Pour autant, leur vente n’est nullement illégale. Plus largement, il nous faut répondre à la question du devenir des objets mémoriels et de leur marchandisation éventuelle, qui peut parfois poser d’importants problèmes éthiques.
Pour le cas particulier des drapeaux d’associations d’anciens combattants, il revient au législateur d’organiser leur conservation dans une logique de préservation et de transmission de la mémoire, sans pour autant entraver le droit de propriété et possession, ainsi que la prescription acquisitive.
Je salue donc l’initiative de notre collègue Françoise Férat, qui nous a permis d’aborder cette question. Toutefois, interdire à son propriétaire légitime de vendre un drapeau ayant appartenu à une association d’anciens combattants serait de nature à mettre en cause le droit de propriété, droit fondamental inscrit dans notre Constitution.
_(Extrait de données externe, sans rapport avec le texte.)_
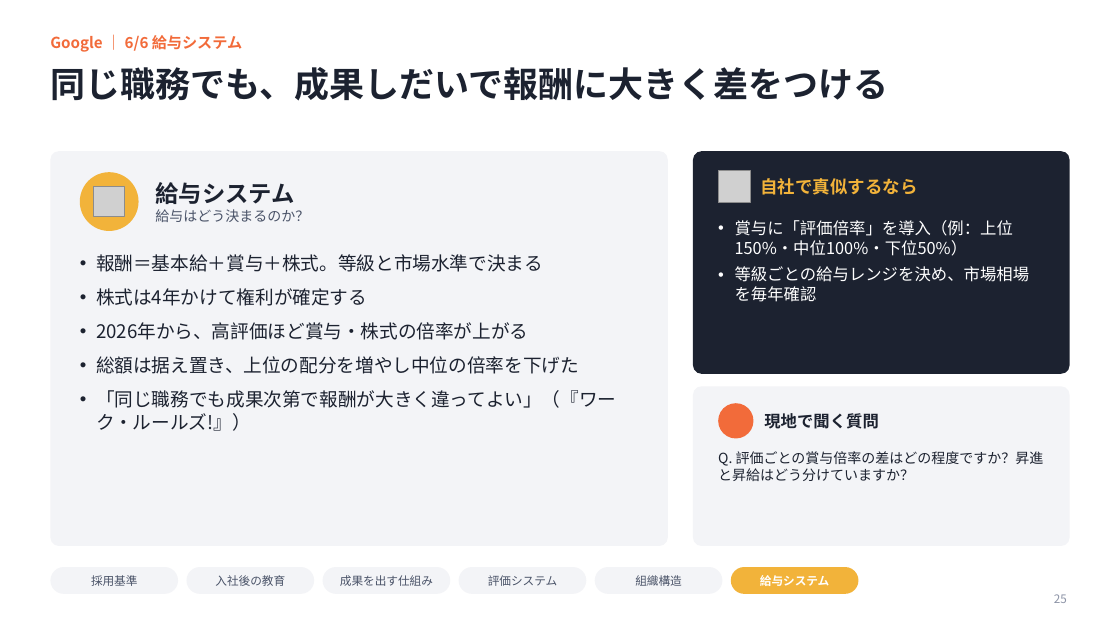
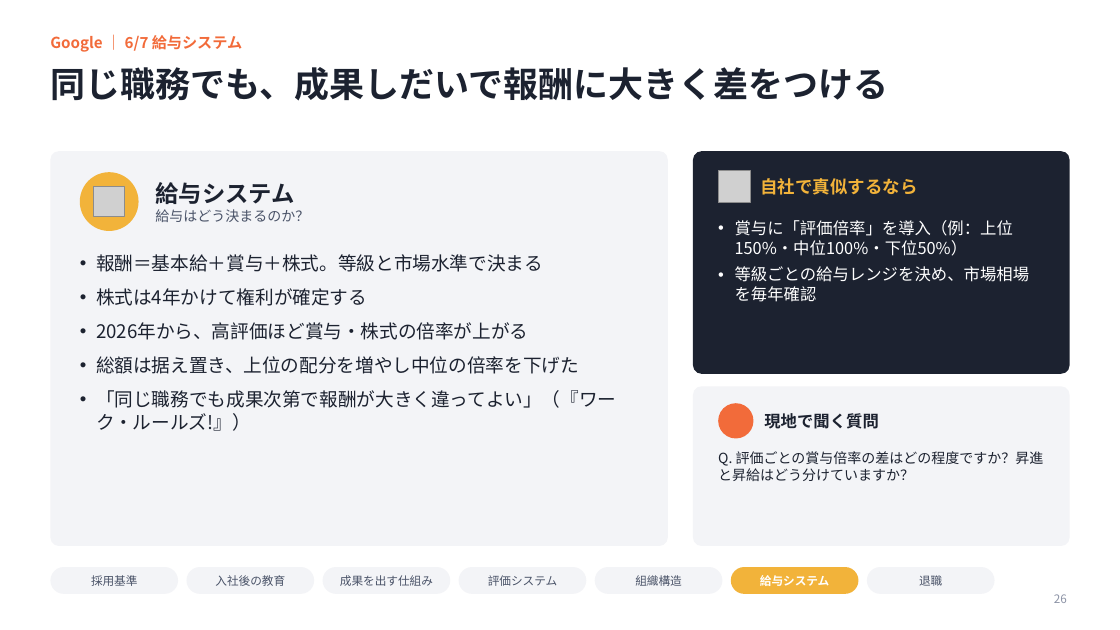
Before and after one commit to ktarpt-spec/-, a slide deck: slide 26 of シリコンバレー企業見学_まとめ_2026年10月.pptx (slide 25 before the commit). Drawn at 1120x630 pixels with LibreOffice and Linux fonts; fonts in the diff are those of the drawing; grey boxes stand for pictures; background and template pictures are left out. Boxes give left, top, right and bottom in pixels: in the first picture for what was removed or moved away, otherwise in the second. Text is boxed around its words. In the diff, an @@ line names an element or a change of style, - is before the commit and + after.

```diff
--- a/シリコンバレー企業見学_まとめ_2026年10月.pptx
+++ b/シリコンバレー企業見学_まとめ_2026年10月.pptx
@@ text at [50, 35, 242, 52]: text changed @@
-Google ｜ 6/6 給与システム
+Google ｜ 6/7 給与システム
@@ rounded rectangle added at [867, 567, 995, 594], fill #F3F4F7 @@
@@ text added at [919, 575, 942, 586], 10 pt, text #4A5368 @@
+退職
@@ page number at [1054, 594, 1067, 603]: text changed @@
-25
+26
```
Also in this commit, not shown: 17 other slides changed, 3 slides added.

De fait, nous sommes satisfaits de la solution juridique proposée par notre rapporteure. La création d’une exception au principe de la prescription acquisitive pour les associations leur permettra, d’une part, de conserver la propriété des drapeaux grâce à la présomption de propriété, et, d’autre part, de se les faire restituer gratuitement, ce qui est important, car leurs moyens sont limités.
Enfin, je salue l’alinéa relatif à la « conservation » des drapeaux en cas de dissolution des associations. Leur transmission à la commune de domiciliation permettra au territoire de conserver ce qui n’est autre qu’un témoignage de sa propre histoire. Quant à la possibilité de les confier à un établissement scolaire ou à une association, c’est également une très bonne chose, un moyen de donner une deuxième vie à ces drapeaux et, ainsi, de prolonger l’œuvre de mémoire auprès des générations suivantes.
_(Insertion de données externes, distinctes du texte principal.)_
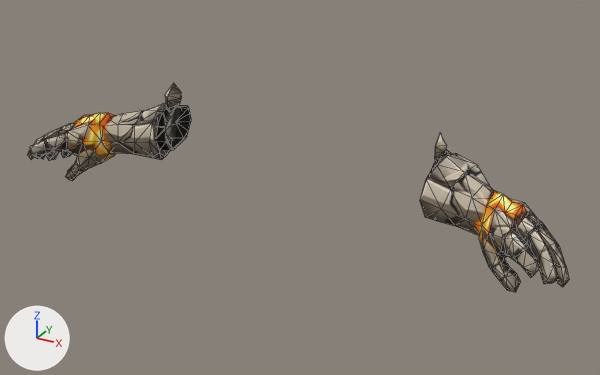
Renders of the glTF model public/models/outfits/crag_gauntlets.glb from each side of a commit.
One viewpoint serves both versions: a camera (50 mm lens) standing at (0.689, -1.261, 1.327) and looking at (0.038, -0.077, 0.735). The lights are fixed; the arrows at lower left show +X, +Y and +Z. The first picture is the older version. Mesh edges are drawn as thin lines. Where no turn or scale is listed for an object, it has been applied to the vertices. Vertices at exactly the same position are counted once.

Objects in the first picture: 'crag_gloves'.
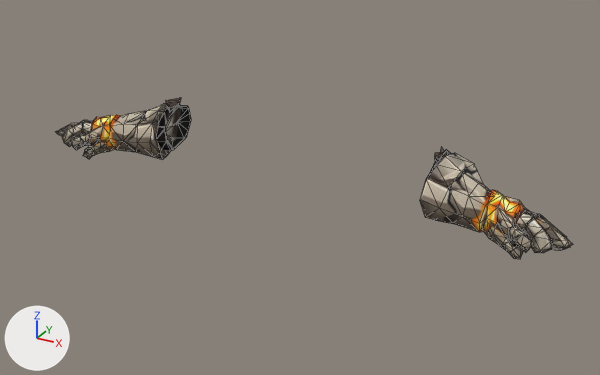
Edits to the scene script, one JSON object a line:
```json
{"block": "me_crag_gloves", "where": "# used by ob_crag_gloves; location = (0.0, 0.0, 0.0)"}
{"op": "remove", "block": "me_crag_gloves", "code": "me_crag_gloves.from_pydata(...)  # 518 vertices, 949 faces; spans x -0.523..0.523, y -0.207..0.047, z 0.671..0.869"}
{"op": "add", "block": "me_crag_gloves", "code": "me_crag_gloves.from_pydata(...)  # 500 vertices, 913 faces; spans x -0.513..0.513, y -0.126..0.047, z 0.706..0.834"}
{"block": "me_crag_gloves", "change": "me_crag_gloves part 1: the loose piece of 139 vertices spanning x 0.372..0.523, y -0.203..-0.036, z 0.671..0.803 is rebuilt with 139 vertices and now spans x 0.367..0.513, y -0.126..-0.032, z 0.706..0.797"}
{"block": "me_crag_gloves", "change": "me_crag_gloves part 2: the loose piece of 137 vertices spanning x -0.523..-0.377, y -0.207..-0.036, z 0.672..0.805 is rebuilt with 137 vertices and now spans x -0.513..-0.372, y -0.126..-0.033, z 0.707..0.798"}
{"block": "me_crag_gloves", "change": "me_crag_gloves part 3"}
{"block": "me_crag_gloves", "change": "130 vertices are removed from x -0.401..0.399, y -0.11..0.047, z 0.712..0.869"}
{"block": "me_crag_gloves", "change": "315 faces are deleted"}
{"block": "me_crag_gloves", "change": "4 vertices move within x -0.277..0.275, y -0.096..-0.001, z 0.732..0.832"}
{"block": "me_crag_gloves", "change": "112 vertices are added at x -0.391..0.387, y -0.098..0.047, z 0.712..0.834"}
{"block": "me_crag_gloves", "change": "279 new faces join them"}
```

Changed parts and their boxes [x1, y1, x2, y2] in the pictures (600 x 375 px; the box of a moved part takes in the faces that stretch with it):
```json
{"object": "crag_gloves", "change": "reshaped", "before": [27, 83, 569, 292], "after": [56, 98, 573, 259], "on screen": "23% shorter"}
{"part": 1, "of": "me_crag_gloves", "change": "rebuilt", "before": [479, 191, 569, 292], "after": [482, 190, 573, 259], "on screen": "31% shorter"}
{"part": 2, "of": "me_crag_gloves", "change": "rebuilt", "before": [27, 113, 116, 181], "after": [56, 115, 120, 159], "on screen": "28% narrower, 35% shorter"}
{"part": 3, "of": "me_crag_gloves", "change": "moved or reshaped", "before": [104, 83, 494, 235], "after": [109, 98, 492, 232]}
```

Tout le monde souscrit, me semble-t-il, au discours prononcé par Ernest Renan à la Sorbonne en 1882, dans le contexte de la défaite de 1870 et de la perte de l’Alsace-Lorraine. On en retient généralement que « la Nation est une âme, un principe spirituel » et qu’elle se perpétue par « le consentement actuel, le désir de vivre ensemble, le plébiscite de tous les jours », mais on oublie trop souvent que Renan ajoutait que si cette âme, ce principe spirituel trouve sa force et sa légitimité dans le présent, il le trouve aussi dans le passé, ce passé qu’il qualifiait de « possession en commun d’un riche legs de souvenirs » alimenté par « la volonté de continuer à faire valoir l’héritage qu’on a reçu indivis […] lui-même constitué par le sentiment des sacrifices qu’on a faits et de ceux qu’on est disposé à faire encore. »
De ce point de vue, cette proposition de loi n’est pas que technique. Elle s’inscrit, d’une certaine façon, pleinement dans cet esprit cher à Ernest Renan, qui fait l’une des singularités de notre pays. C’est une raison supplémentaire pour que nous apportions tout notre soutien à ce texte !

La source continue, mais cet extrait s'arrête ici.